I mean, of course he’s looking at me. I’m only a few feet away from him, in his kitchen. I’m only reacting this way because of my crush on Wolf—a crush that’s only growing stronger by the minute.

We sit down together at the small bistro table to eat. It’s in a corner, ensconced by two massive windows that join at the seam, and I feel like a bird in a nest, perched above the city, surveying it all. His knees are almost touching mine underneath the table, so close that I can feel the heat of his legs. When he shifts, I can smell the warm, woodsy scent of him, and I have the sudden, insane urge to rub myself all over him like a cat.

I take a deep breath, trying to steady myself. I’m a ball of nerves today, and I’m not thinking straight. I’m anxious andhomesick and projecting all of that onto my very sexy—and very temporary—roommate.

Who most definitely would not be interested in a girl like me, with no experience and no boobs and nothing to—

“Nervous?” he asks softly, interrupting my swirling thoughts as I pick at my toast.

I nod. “Uh. Yeah. A little. I just…I want to do well.
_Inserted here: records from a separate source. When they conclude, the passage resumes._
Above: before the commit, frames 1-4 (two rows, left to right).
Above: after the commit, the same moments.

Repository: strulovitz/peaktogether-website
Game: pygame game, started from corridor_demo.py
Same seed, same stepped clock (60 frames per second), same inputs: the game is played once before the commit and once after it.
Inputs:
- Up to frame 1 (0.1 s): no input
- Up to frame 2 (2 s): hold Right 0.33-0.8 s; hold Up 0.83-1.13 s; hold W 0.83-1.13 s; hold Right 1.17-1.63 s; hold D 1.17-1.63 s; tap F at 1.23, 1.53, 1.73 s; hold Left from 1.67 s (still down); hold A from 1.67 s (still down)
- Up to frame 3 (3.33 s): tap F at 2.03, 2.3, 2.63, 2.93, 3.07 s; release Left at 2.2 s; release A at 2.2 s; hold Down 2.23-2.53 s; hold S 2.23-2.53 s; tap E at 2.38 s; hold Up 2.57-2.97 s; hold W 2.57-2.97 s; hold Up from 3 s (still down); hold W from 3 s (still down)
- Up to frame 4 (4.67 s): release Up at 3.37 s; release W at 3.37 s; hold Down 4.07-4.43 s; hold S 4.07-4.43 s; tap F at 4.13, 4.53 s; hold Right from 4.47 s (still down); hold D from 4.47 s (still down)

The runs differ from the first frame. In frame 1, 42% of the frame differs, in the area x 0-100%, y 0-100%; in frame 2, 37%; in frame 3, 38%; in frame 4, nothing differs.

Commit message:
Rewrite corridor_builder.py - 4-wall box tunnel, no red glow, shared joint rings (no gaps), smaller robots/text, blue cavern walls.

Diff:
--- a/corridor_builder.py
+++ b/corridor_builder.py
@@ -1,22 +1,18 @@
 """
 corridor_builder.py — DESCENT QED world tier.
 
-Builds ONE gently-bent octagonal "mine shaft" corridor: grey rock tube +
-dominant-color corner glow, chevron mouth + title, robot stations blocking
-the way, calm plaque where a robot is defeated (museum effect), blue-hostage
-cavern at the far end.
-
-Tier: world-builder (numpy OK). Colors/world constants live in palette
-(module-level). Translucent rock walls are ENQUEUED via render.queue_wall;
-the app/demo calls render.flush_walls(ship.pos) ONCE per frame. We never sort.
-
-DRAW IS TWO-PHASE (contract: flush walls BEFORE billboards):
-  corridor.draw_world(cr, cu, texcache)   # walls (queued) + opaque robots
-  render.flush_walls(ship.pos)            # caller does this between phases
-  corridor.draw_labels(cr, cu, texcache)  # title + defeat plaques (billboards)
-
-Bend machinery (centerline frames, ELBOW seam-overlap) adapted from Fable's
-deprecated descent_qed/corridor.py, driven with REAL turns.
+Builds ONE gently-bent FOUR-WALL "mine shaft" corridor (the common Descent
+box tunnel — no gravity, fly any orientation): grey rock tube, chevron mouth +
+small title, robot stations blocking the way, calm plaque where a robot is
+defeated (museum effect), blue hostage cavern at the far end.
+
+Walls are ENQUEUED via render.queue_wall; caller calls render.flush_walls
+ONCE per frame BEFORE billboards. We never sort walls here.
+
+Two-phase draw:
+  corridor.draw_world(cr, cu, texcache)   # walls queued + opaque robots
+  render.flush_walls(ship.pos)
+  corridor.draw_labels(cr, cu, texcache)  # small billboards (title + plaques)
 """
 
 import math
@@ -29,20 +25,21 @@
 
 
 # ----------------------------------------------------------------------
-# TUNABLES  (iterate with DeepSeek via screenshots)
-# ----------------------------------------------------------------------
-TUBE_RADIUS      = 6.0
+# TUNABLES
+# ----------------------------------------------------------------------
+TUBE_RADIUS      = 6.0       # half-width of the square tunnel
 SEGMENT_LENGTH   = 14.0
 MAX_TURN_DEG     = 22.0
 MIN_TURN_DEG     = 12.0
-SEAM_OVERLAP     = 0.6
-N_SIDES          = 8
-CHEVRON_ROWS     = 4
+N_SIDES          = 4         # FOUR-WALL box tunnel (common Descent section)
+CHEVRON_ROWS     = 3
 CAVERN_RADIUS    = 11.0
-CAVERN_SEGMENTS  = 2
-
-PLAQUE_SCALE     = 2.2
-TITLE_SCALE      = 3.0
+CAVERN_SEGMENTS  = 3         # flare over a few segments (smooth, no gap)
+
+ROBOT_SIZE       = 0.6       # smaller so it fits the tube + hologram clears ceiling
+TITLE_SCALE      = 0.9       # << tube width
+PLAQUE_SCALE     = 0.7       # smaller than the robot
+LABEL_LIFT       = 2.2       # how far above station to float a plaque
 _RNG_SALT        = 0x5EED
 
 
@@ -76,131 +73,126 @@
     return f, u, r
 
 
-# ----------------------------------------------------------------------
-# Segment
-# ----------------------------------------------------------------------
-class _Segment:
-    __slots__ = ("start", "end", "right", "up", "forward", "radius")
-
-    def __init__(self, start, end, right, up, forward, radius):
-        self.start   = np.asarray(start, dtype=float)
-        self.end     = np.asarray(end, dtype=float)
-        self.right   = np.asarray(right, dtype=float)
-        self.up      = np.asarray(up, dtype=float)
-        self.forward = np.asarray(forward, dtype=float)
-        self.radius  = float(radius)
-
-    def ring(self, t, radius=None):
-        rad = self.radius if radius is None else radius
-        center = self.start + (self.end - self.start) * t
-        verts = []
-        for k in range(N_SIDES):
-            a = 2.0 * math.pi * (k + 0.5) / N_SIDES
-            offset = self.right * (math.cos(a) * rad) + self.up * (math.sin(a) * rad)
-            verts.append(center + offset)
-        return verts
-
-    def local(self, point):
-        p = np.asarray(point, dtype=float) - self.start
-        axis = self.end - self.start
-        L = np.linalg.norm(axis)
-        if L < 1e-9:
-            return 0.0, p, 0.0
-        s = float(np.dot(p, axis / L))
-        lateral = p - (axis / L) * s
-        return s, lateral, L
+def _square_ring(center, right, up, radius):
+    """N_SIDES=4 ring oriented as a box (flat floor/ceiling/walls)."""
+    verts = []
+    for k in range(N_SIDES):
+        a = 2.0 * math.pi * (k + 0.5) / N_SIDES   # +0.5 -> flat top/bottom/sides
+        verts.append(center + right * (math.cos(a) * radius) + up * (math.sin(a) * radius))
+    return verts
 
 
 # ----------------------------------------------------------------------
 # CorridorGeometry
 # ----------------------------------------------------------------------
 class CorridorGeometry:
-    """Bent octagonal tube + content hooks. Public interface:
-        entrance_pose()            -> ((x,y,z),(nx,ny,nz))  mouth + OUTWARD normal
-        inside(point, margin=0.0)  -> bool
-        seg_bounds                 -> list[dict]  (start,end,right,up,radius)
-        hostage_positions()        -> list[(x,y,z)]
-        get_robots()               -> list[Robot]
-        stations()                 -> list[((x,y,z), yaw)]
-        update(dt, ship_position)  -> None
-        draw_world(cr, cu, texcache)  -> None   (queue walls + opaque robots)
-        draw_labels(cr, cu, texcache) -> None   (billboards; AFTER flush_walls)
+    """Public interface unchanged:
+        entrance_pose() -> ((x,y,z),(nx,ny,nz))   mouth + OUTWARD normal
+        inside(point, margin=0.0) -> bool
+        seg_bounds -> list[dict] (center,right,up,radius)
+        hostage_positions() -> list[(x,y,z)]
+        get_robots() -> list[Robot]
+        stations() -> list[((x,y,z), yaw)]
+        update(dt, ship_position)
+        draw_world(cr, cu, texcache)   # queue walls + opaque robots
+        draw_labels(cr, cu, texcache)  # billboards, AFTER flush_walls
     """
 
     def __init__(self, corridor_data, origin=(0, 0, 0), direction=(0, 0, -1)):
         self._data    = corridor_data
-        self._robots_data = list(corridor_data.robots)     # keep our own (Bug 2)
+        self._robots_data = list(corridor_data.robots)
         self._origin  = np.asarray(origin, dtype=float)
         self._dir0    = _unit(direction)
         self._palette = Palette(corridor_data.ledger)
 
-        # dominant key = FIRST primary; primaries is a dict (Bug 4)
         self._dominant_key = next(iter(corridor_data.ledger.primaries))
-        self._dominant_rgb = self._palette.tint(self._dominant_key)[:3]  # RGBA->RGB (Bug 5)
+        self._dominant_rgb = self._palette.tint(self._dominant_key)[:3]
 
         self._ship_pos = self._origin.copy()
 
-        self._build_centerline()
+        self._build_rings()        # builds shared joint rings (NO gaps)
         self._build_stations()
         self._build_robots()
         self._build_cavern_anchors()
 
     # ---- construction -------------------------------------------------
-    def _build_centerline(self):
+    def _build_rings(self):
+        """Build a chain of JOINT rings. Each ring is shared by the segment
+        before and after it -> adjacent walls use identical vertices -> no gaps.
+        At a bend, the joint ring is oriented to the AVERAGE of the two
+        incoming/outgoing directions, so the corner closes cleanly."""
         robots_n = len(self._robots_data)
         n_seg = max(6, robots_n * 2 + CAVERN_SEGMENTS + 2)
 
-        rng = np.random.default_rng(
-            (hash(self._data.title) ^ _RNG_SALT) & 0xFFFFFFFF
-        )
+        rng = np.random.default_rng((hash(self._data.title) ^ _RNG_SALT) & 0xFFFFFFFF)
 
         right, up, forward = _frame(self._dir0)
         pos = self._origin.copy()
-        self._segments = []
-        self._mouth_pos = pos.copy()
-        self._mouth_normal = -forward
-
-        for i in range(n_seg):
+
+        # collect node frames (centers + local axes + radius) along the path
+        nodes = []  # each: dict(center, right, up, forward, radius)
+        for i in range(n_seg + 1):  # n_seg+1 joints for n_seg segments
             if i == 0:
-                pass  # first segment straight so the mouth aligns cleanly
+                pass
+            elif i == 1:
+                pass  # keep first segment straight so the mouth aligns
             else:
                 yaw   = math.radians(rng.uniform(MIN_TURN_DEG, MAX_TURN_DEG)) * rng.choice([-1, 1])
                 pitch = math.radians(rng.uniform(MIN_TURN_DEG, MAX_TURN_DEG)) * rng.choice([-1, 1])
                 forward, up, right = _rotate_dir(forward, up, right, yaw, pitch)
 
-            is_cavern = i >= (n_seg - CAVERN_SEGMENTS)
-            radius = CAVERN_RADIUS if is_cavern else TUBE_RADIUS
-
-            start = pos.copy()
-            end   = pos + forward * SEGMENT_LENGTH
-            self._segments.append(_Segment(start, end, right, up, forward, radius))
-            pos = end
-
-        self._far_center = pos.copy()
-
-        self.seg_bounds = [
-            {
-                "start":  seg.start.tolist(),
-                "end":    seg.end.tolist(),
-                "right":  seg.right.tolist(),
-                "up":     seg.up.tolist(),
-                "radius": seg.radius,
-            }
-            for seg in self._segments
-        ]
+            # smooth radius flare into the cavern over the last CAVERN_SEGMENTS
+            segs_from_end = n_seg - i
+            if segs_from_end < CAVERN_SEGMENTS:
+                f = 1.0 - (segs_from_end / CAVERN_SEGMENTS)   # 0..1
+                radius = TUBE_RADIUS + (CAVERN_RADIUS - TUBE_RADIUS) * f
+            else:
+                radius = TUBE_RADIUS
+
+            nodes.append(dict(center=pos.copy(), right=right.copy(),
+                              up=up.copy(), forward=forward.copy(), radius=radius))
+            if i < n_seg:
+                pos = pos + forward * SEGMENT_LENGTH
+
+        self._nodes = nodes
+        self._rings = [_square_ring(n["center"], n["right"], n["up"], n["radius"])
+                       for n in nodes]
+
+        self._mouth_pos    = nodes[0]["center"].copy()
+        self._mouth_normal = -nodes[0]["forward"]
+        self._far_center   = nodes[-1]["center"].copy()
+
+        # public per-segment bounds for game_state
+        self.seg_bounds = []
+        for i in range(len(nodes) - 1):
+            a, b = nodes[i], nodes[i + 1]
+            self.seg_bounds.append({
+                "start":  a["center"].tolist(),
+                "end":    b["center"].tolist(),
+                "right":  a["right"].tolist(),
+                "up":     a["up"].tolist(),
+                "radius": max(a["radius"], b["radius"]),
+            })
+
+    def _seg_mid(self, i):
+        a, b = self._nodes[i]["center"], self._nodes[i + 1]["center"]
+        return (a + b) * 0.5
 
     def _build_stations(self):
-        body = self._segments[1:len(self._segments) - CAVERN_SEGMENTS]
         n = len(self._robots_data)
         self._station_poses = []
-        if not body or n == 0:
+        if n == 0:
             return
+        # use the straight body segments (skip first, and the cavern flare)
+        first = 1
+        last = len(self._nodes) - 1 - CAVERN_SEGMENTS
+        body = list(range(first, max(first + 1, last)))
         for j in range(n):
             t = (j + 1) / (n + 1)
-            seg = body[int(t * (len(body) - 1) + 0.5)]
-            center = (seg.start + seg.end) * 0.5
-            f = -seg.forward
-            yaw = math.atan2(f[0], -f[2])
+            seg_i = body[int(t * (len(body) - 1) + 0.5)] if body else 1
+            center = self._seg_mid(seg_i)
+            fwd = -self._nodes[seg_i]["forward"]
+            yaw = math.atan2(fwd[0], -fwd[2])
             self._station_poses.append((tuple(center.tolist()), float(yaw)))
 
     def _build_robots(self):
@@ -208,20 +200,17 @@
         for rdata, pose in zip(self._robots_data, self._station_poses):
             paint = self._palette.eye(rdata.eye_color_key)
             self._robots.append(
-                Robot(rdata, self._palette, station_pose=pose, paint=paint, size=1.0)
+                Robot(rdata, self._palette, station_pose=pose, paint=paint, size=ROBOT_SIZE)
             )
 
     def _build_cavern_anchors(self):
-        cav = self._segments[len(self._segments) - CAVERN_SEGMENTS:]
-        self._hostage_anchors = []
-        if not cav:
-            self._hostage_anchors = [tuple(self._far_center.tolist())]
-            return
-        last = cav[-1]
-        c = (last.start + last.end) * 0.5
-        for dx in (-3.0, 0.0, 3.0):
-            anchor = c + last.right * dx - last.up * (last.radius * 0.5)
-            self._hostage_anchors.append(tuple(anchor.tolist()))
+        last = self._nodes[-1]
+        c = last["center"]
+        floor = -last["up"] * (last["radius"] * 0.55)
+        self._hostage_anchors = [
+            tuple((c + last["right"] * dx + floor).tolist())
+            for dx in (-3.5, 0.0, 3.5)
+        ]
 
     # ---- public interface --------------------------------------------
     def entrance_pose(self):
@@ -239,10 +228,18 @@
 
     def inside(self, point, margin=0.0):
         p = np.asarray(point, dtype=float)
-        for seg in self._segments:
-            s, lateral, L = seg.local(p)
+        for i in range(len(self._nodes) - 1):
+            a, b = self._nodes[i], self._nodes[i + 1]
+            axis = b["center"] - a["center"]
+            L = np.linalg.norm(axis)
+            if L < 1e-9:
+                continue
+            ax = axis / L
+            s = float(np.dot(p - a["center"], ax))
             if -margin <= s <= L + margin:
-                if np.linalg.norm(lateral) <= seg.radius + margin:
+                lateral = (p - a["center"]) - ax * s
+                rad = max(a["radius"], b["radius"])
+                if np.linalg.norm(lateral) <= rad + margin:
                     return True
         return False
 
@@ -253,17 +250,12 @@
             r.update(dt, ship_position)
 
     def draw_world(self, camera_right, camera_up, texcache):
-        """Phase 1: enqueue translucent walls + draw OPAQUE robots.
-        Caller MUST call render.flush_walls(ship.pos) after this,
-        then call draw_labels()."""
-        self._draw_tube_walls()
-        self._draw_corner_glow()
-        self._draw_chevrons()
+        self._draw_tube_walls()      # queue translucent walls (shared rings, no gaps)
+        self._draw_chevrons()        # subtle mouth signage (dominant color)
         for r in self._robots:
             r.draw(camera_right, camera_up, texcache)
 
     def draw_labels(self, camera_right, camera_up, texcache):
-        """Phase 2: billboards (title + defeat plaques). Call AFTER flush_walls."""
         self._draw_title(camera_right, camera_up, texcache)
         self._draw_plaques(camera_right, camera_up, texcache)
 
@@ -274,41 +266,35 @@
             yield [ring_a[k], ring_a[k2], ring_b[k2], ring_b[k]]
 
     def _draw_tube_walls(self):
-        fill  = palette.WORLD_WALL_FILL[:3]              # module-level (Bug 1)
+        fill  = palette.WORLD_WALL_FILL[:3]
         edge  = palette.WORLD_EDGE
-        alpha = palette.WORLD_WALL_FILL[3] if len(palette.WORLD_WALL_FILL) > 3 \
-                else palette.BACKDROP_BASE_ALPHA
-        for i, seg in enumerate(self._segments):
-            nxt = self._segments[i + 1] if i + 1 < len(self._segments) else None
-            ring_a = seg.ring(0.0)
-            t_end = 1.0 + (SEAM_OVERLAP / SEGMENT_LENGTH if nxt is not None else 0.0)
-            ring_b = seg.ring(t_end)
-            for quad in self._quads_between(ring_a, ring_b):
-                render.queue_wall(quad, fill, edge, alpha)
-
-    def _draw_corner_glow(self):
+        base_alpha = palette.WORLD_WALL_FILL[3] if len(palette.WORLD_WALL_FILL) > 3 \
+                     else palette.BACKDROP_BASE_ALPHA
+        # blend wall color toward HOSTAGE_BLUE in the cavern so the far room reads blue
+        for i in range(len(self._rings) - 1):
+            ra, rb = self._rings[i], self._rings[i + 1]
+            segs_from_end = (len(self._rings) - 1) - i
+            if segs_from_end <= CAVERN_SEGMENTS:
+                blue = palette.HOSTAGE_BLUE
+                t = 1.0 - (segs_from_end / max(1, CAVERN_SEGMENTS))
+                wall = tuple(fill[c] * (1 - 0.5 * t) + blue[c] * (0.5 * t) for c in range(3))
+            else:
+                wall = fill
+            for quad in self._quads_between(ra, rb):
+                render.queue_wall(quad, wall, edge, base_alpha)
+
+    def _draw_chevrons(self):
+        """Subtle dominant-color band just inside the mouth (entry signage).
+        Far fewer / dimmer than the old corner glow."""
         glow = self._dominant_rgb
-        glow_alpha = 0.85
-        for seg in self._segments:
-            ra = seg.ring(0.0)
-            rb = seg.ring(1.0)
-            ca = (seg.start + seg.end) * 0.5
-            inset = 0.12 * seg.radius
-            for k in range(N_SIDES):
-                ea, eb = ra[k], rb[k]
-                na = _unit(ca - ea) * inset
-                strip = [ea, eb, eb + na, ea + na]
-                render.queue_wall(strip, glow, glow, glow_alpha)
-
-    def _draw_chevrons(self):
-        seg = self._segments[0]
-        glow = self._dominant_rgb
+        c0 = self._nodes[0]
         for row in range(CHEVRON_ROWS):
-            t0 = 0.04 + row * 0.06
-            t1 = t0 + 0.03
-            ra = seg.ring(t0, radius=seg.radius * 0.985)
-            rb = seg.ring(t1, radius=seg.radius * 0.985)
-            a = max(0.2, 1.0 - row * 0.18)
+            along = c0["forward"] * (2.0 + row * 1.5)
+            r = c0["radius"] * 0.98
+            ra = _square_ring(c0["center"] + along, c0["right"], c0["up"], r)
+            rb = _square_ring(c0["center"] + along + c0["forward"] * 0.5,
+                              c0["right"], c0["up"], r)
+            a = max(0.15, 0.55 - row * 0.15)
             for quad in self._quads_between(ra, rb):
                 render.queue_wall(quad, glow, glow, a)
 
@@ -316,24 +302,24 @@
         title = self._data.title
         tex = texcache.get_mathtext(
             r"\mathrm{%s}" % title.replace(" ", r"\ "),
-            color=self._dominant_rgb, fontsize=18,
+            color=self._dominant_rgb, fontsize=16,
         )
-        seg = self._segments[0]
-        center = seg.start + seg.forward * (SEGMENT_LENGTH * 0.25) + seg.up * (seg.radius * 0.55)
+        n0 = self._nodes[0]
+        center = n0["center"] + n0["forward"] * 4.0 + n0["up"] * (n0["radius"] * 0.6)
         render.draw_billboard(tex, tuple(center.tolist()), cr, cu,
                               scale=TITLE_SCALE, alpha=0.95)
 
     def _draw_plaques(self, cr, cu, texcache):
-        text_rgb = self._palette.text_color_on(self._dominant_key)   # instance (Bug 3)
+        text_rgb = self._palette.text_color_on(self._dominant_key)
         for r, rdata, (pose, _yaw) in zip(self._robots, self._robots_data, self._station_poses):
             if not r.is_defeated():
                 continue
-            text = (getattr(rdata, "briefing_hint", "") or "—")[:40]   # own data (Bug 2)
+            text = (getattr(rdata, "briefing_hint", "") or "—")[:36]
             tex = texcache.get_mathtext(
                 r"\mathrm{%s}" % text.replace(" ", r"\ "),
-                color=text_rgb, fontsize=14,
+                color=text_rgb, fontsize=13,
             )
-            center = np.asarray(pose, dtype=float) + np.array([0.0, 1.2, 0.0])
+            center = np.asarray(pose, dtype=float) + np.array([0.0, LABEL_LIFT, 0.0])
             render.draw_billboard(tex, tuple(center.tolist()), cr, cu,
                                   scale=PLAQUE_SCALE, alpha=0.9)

I want to prove that I deserve to be there.”

He takes a sip of his coffee, his eyes never leaving mine. “You’ll be great, Emily. You wouldn’t be here if you weren’t talented. You’ve earned this.”

I small smile creeps across my face as I peer down at my tea. Warmth blooms through my chest at his kind words, at his confidence in me, at the way he says my name in that deep, rumbly voice of his. I smile shyly at him, feeling some of the tension ease from my shoulders.

We finish up our breakfast and then take our dishes into the kitchen.

“You just about ready? I’ll drive you,” he says as he loads the dishwasher.